The six distances between the points are $AB=0.3$, $AC=0.4$, $BC=0.5$, $CD \approx 1.16$, $BD \approx 1.22$, and $AD \approx 1.41$. So we see that if any two of $A,B,C$ were on opposite sides, the side length $s$ would be at most $0.5$, but $D$ is more than $0.5 \sqrt2 \approx 0.71$ away from all the rest. Therefore $A,B,C$ are all on two adjacent sides of the squares.
In particular, one side of the square must contain two of $A,B,C$. Can a side of the square contain $B$ and $C$? No: line $BC$ separates $A$ from $D$, which a side of the square can't do. If we assume $A,B$ are on one side of the square and $C$ is on an adjacent side, or that $A,C$ are on one side of the square and $B$ is on an adjacent side, we get the same conclusion: the square has a corner at $A$ with one side containing segment $AB$ and one side containing segment $AC$.
Since $D$ does not lie on either line, it must be on one of the other sides of the square: a side parallel to $AB$, and a side parallel to $AC$. We get the same square and try both.

*

*If we draw line $AB$, line $AC$, and a line through $D$ parallel to $AB$, those lines must contain three sides of the square. The only such square is the unit square.

*If we draw line $AB$, line $AC$, and a line through $D$ parallel to $AC$, those lines must contain three sides of the square. The only such square is the unit square.

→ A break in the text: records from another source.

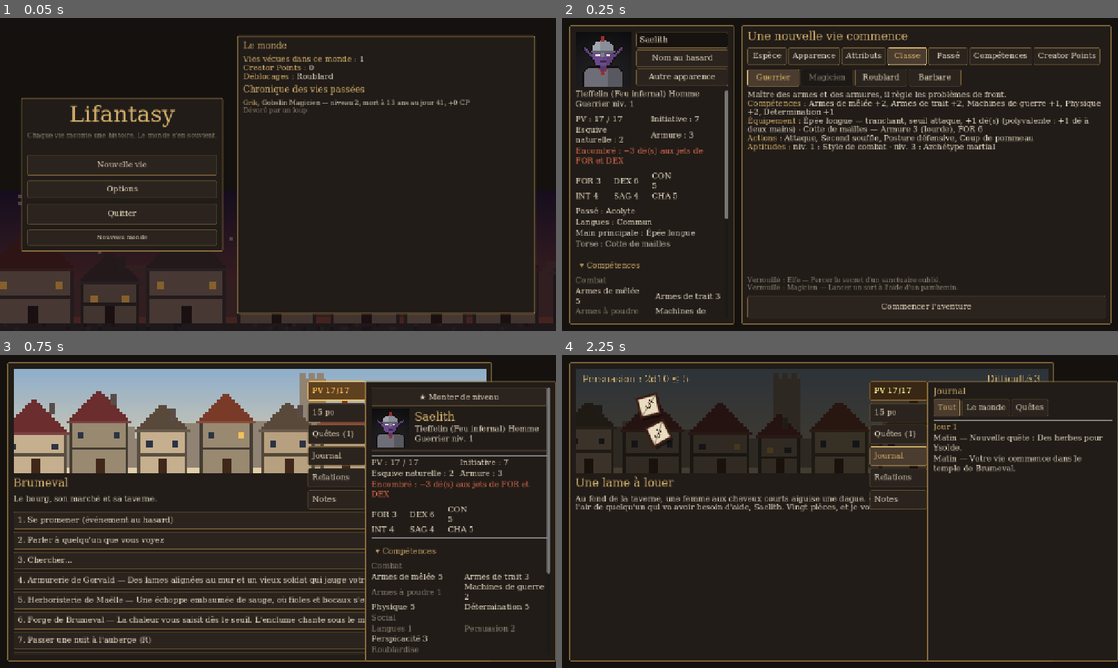
Above: before the commit, frames 1-4 (two rows, left to right).
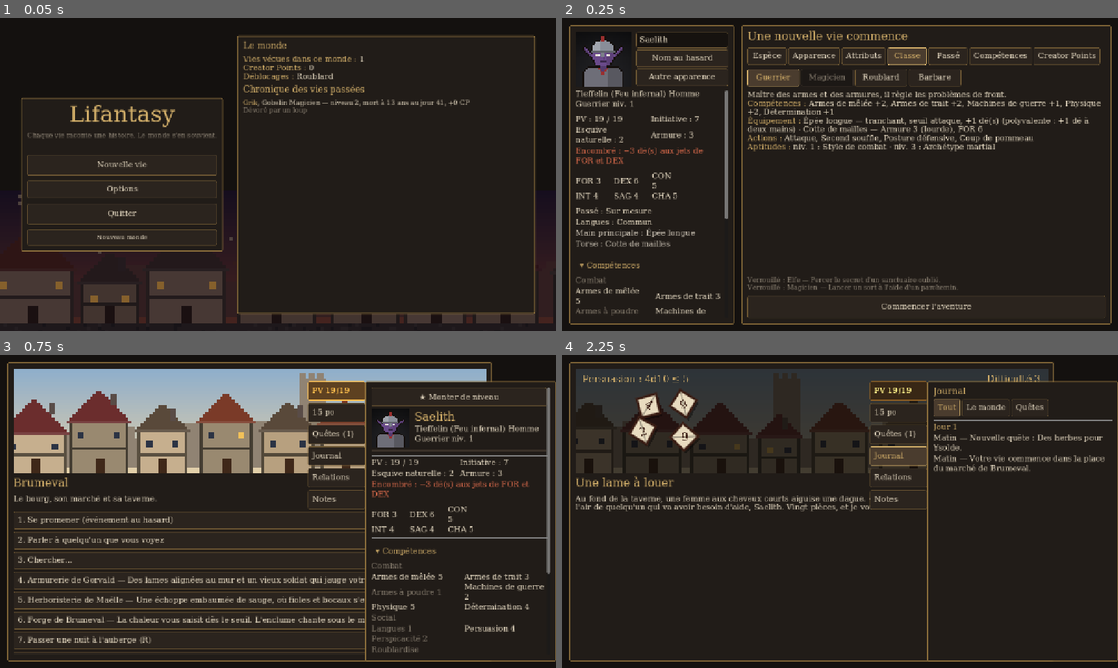
Above: after the commit, the same moments.

Repository: Zanzartiste/Smol_RPG_D10
Game: Godot game, scene res://tools/screenshot.tscn
Two runs of this game, one before a commit and one after it. Both use one fixed random seed, a clock stepped at 60 frames per second and the inputs below. This scene is started directly instead of the project's main scene.
Inputs:
- Up to frame 1 (0.05 s): no input
- Up to frame 2 (0.25 s): no input
- Up to frame 3 (0.75 s): click "1. Brumeval — Le bourg, son m…" at 0.5 s
- Up to frame 4 (2.25 s): click "1. Se promener (événement au …" at 1.25 s; click "1. La convaincre de vous suiv…" at 2 s

Frame 1 is identical in both runs. In frame 2, 0.1% of the frame differs, in the area x 6-17%, y 31-64%; in frame 3, 0.2%; in frame 4, 1.1%, in the area x 12-98%, y 6-38%.

Commit message:
Combat au rythme du clic (option) ; création : Sur mesure sans ligne de compétences vide ; questions pour la suite
Co-Authored-By: Claude Opus 5.5 <noreply@anthropic.com>

Diff:
--- a/claude_rpg/scripts/ui/combat_view.gd
+++ b/claude_rpg/scripts/ui/combat_view.gd
@@ -49,6 +49,8 @@
 	_log_shown = combat.log.size()
 	_stream_pos = combat.stream.size()
 	_refresh()
+	var paced: bool = Meta.settings.get("click_to_continue_combat", true)
+	dice_tray.hold = paced
 	await dice_tray.play(combat.initiative_roll, true)  # tous les dés d'initiative en même temps
 	while not combat.is_over():
 		var actor := combat.current()
@@ -69,14 +71,30 @@
 				_actor = null
 				_cancel_pending()
 			else:
-				await get_tree().create_timer(0.45).timeout
+				if paced:
+					await _wait_click(tr("Au tour de %s — cliquez pour continuer") % actor.name)
+				else:
+					await get_tree().create_timer(0.45).timeout
 				await combat.ai_turn(actor)
 				await _play_stream()
 		combat.end_turn()
 	_log_shown = combat.log.size()
 	_refresh()
+	dice_tray.hold = false
 	await get_tree().create_timer(0.8).timeout
 	return Game.finish_combat()
+
+
+## Attend un clic du joueur (bouton en bas de l'écran) : rythme du combat (option click_to_continue_combat).
+func _wait_click(text: String) -> void:
+	var button := Button.new()
+	button.text = text
+	button.set_anchors_and_offsets_preset(Control.PRESET_CENTER_BOTTOM)
+	button.position.y -= 140
+	add_child(button)
+	button.grab_focus()
+	await button.pressed
+	button.queue_free()
 
 
 # --- Affichage ---------------------------------------------------------------
--- a/claude_rpg/scripts/ui/creation.gd
+++ b/claude_rpg/scripts/ui/creation.gd
@@ -776,8 +776,9 @@
 
 
 func _background_info(background: Dictionary) -> String:
-	var text := "[i]%s[/i]\n%s" % [
-		Loc.gendered(background.get("description", ""), _gender), _field(tr("Compétences :"), _ranks_text(background.get("skills", {})))]
+	var text := "[i]%s[/i]" % Loc.gendered(background.get("description", ""), _gender)
+	if not background.get("skills", {}).is_empty():  # Sur mesure : ses compétences se choisissent plus bas
+		text += "\n" + _field(tr("Compétences :"), _ranks_text(background["skills"]))
 	if background.has("gold"):
 		text += "   " + _field(tr("Or :"), "+%d po" % int(background["gold"]))
 	return text
--- a/claude_rpg/scripts/ui/dice_tray.gd
+++ b/claude_rpg/scripts/ui/dice_tray.gd
@@ -32,6 +32,8 @@
 var _friction := FRICTION
 var _result_time := RESULT_TIME
 var _result_timer := 0.0
+var hold := false  # le verdict reste affiché jusqu'au clic (combat, option click_to_continue_combat)
+var _released := false
 var _rng := RandomNumberGenerator.new()
 
 
@@ -80,6 +82,7 @@
 			"pop": 0.0,
 		})
 	_phase = 1
+	_released = false
 	visible = true
 	set_process(true)
 	queue_redraw()
@@ -104,6 +107,7 @@
 		_result_timer = 0.6
 	elif _phase == 2:
 		_result_timer = 0.0
+		_released = true
 
 
 func _gui_input(event: InputEvent) -> void:
@@ -121,7 +125,7 @@
 		_result_timer = _result_time
 	elif _phase == 2:
 		_result_timer -= delta
-		if _result_timer <= 0.0:
+		if _result_timer <= 0.0 and (not hold or _released):
 			_phase = 0
 			visible = false
 			set_process(false)
@@ -207,6 +211,9 @@
 		_draw_die(d, font)
 	if _phase == 2:
 		_draw_verdict(font)
+		if hold and not _released:
+			draw_string(font, Vector2(0, size.y - 8), Loc.ui("Cliquez pour continuer"), HORIZONTAL_ALIGNMENT_RIGHT,
+				size.x - 16, 14, UITheme.TEXT)
 
 
 func _draw_die(d: Dictionary, font: Font) -> void:
--- a/claude_rpg/tools/screenshot.gd
+++ b/claude_rpg/tools/screenshot.gd
@@ -8,6 +8,7 @@
 
 func _ready() -> void:
 	Saves.enabled = false  # les captures ne touchent pas aux vraies sauvegardes
+	Meta.settings["click_to_continue_combat"] = false  # les combats capturés avancent seuls
 	var args := OS.get_cmdline_user_args()
 	out_dir = args[0] if args.size() > 0 else ProjectSettings.globalize_path("user://screenshots")
 	DirAccess.make_dir_recursive_absolute(out_dir)
@@ -29,6 +30,7 @@
 	creation._on_species_selected("tiefling")  # pour montrer le choix d'ascendance
 	creation._class_buttons["fighter"].button_pressed = true
 	creation._on_class_selected("fighter")
+	creation._on_background_selected("custom")  # le passé Sur mesure : ses longues listes de choix
 	for tab in creation.pages.get_tab_count():
 		creation.tab_buttons.get_child(tab).button_pressed = true
 		creation.pages.current_tab = tab
Not shown, changed: docs/questions_suite.md
Not shown, changed: docs/systeme_de_jeu.md
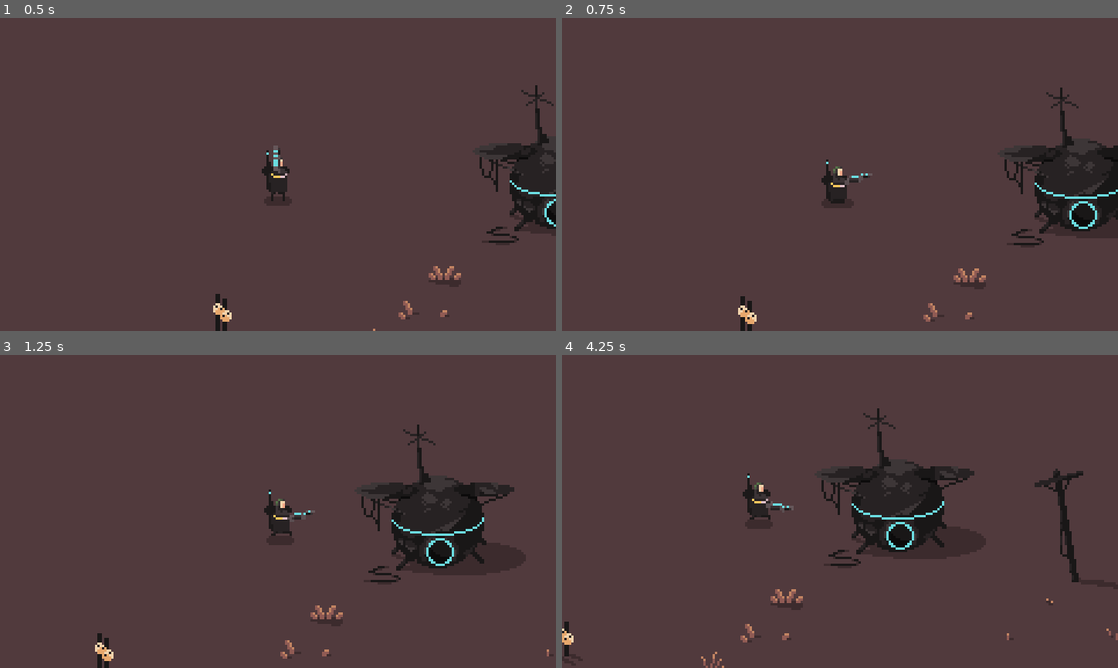
Above: before the commit, frames 1-4 (two rows, left to right).
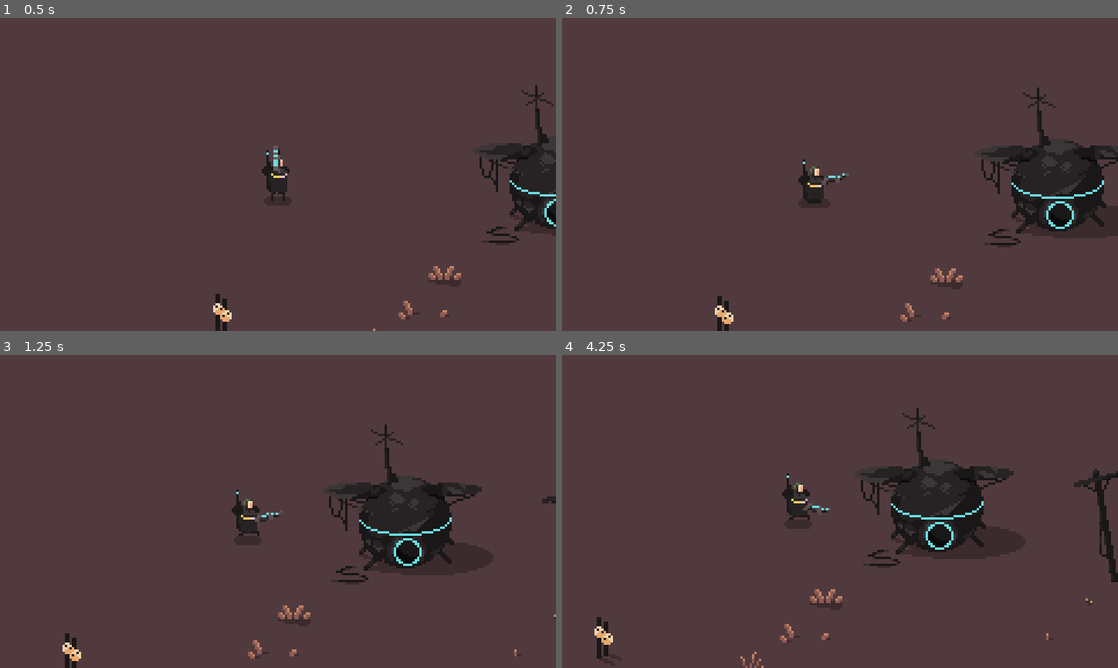
Above: after the commit, the same moments.

Repository: lcrol77/topdown-shooter
Game: Godot game, scene res://game.tscn
Same seed, same stepped clock (60 frames per second), same inputs: the game is played once before the commit and once after it.
Inputs (mouse positions are in pixels of both pictures, inside the frame that each line leads up to):
- Up to frame 1 (0.5 s): no input
- Up to frame 2 (0.75 s): tap Enter at 0.5 s; move the mouse to (962, 158) at 0.52 s; hold D (right) from 0.53 s (still down)
- Up to frame 3 (1.25 s): keep holding D (right)
- Up to frame 4 (4.25 s): move the mouse to (728, 527) at 1.27 s; release D (right) at 1.28 s; hold S (down) 1.28-2.03 s; move the mouse to (895, 442) at 2.02 s; hold D (right) 2.03-2.78 s; move the mouse to (812, 574) at 2.77 s; hold W (up) 2.78-3.53 s; move the mouse to (1006, 558) at 3.52 s; hold A (left) from 3.53 s (still down)

Frame 1 is identical in both runs. In frame 2, 4.6% of the frame differs, in the area x 27-100%, y 22-100%; in frame 3, 5.9%; in frame 4, 7.7%, in the area x 0-100%, y 17-100%.

Commit message:
fix: removed the jitter that was on the character

Diff:
--- a/game.tscn
+++ b/game.tscn
@@ -1,9 +1,8 @@
-[gd_scene load_steps=8 format=4 uid="uid://bven5hikp6prj"]
+[gd_scene load_steps=7 format=4 uid="uid://bven5hikp6prj"]
 
 [ext_resource type="PackedScene" uid="uid://cipy622v0qxol" path="res://player/player.tscn" id="1_xx8cf"]
 [ext_resource type="Texture2D" uid="uid://cwtmvtfsio06p" path="res://assets/Isometric Perfect Revision Tileset/Tileset Perfect isometric Revision.png" id="2_vo5pf"]
 [ext_resource type="Texture2D" uid="uid://ck7tjqrsqhs6f" path="res://assets/Tileset/Tileset.png" id="3_84pxj"]
-[ext_resource type="Script" path="res://player/camera.gd" id="4_jeugn"]
 
 [sub_resource type="TileSetAtlasSource" id="TileSetAtlasSource_vyls7"]
 texture = ExtResource("2_vo5pf")
@@ -150,7 +149,3 @@
 tile_set = SubResource("TileSet_57pfc")
 
 [node name="Player" parent="." instance=ExtResource("1_xx8cf")]
-
-[node name="Camera" type="Camera2D" parent="."]
-position_smoothing_enabled = true
-script = ExtResource("4_jeugn")
--- a/player/camera.gd
+++ b/player/camera.gd
@@ -10,20 +10,20 @@
 func lean_camera_towards_mouse_(delta:float) -> void:
 	var mouse_position := get_global_mouse_position()
 
-	var direction_to_mouse := (mouse_position - position).normalized()
-	var distance_to_mouse :=  mouse_position.distance_to(position)
-	var lean := (mouse_position - position) * scale_lean
+	var direction_to_mouse := (mouse_position - global_position).normalized()
+	var distance_to_mouse :=  mouse_position.distance_to(global_position)
+	var lean := (mouse_position - global_position) * scale_lean
 	offset = lerp(offset, lean, delta * smooth_lean)
 
 func match_player_position_() -> void:
-	position = player.position
+	global_position = player.global_position
 
 func _process(delta) -> void:
 	if Engine.get_frames_per_second() > 60: # This is whatever your physics fps is
 		var lerp_weight = Engine.get_physics_interpolation_fraction()
-		position = last_physics_pos.lerp(player.position, lerp_weight)
+		global_position = last_physics_pos.lerp(player.global_position, lerp_weight)
 
 func _physics_process(delta) -> void:
 	lean_camera_towards_mouse_(delta)
-	last_physics_pos = position
+	last_physics_pos = global_position
 	match_player_position_()
--- a/player/player.tscn
+++ b/player/player.tscn
@@ -1,8 +1,9 @@
-[gd_scene load_steps=43 format=3 uid="uid://cipy622v0qxol"]
+[gd_scene load_steps=44 format=3 uid="uid://cipy622v0qxol"]
 
 [ext_resource type="Script" path="res://player/player.gd" id="1_1kr6p"]
 [ext_resource type="PackedScene" uid="uid://by75r61m83f7" path="res://player/gun.tscn" id="2_01w13"]
 [ext_resource type="Texture2D" uid="uid://c5r5es578m7el" path="res://assets/Hero/Hero/Hero spritesheet BLUE with shadow.png" id="2_e6mkk"]
+[ext_resource type="Script" path="res://player/camera.gd" id="4_worbc"]
 
 [sub_resource type="AtlasTexture" id="AtlasTexture_4j0po"]
 atlas = ExtResource("2_e6mkk")
@@ -313,4 +314,7 @@
 [node name="Gun" parent="." instance=ExtResource("2_01w13")]
 position = Vector2(0, 2)
 
+[node name="Camera2D" type="Camera2D" parent="."]
+script = ExtResource("4_worbc")
+
 [editable path="Gun"]

Three points are never enough.
Take three points $A,B,C$. If they form a right triangle, we can draw ever-bigger squares with that right angle as a corner, containing all three. If they form an obtuse triangle, that's even better; suppose without loss of generality that the altitude from $C$ lands on line $AB$ at a point $H$ outside segment $AB$. Then we can draw ever-bigger squares with one corner at $H$ containing all three points.
For an acute triangle, begin by rotating the points arbitrarily. Let $x_{\min}, x_{\max}, y_{\min}, y_{\max}$ be the lowest and highest $x$- and $y$-coordinates among the three points; exclude the finitely many orientations where there are ties. Draw the four lines $x = x_{\min}, x=x_{\max}, y = y_{\min}, y = y_{\max}$; each of them passes through one point and together they contain all three (otherwise we'd get an obtuse angle). One of the points lies on two of the lines.
Without loss of generality, $A$ lies on $x = x_{\max}$ and $y = y_{\max}$ and also $x_{\max} - x_{\min} \ge y_{\max} - y_{\min}$. Then erase the line through $y = y_{\max}$ and instead draw the line through $y = y_{\min} + x_{\max} - x_{\min}$. These four lines define a square containing all three points. Since we get this for all but finitely many ways to rotate $A,B,C$ (equivalently, for all but finitely many choices of a horizontal and vertical direction) we get infinitely many squares.
A: Two points are enough if they are ordered - a corner A, and the corner B clockwise from A. This is the minimum, as a square has 4 degrees of feeedom -  center, size, and orientation.
A slighly different question is: whats the minimum number of points such that one and only one square will lie on them. 5 is enough - four corners and somewhere on an edge. Four might be enough.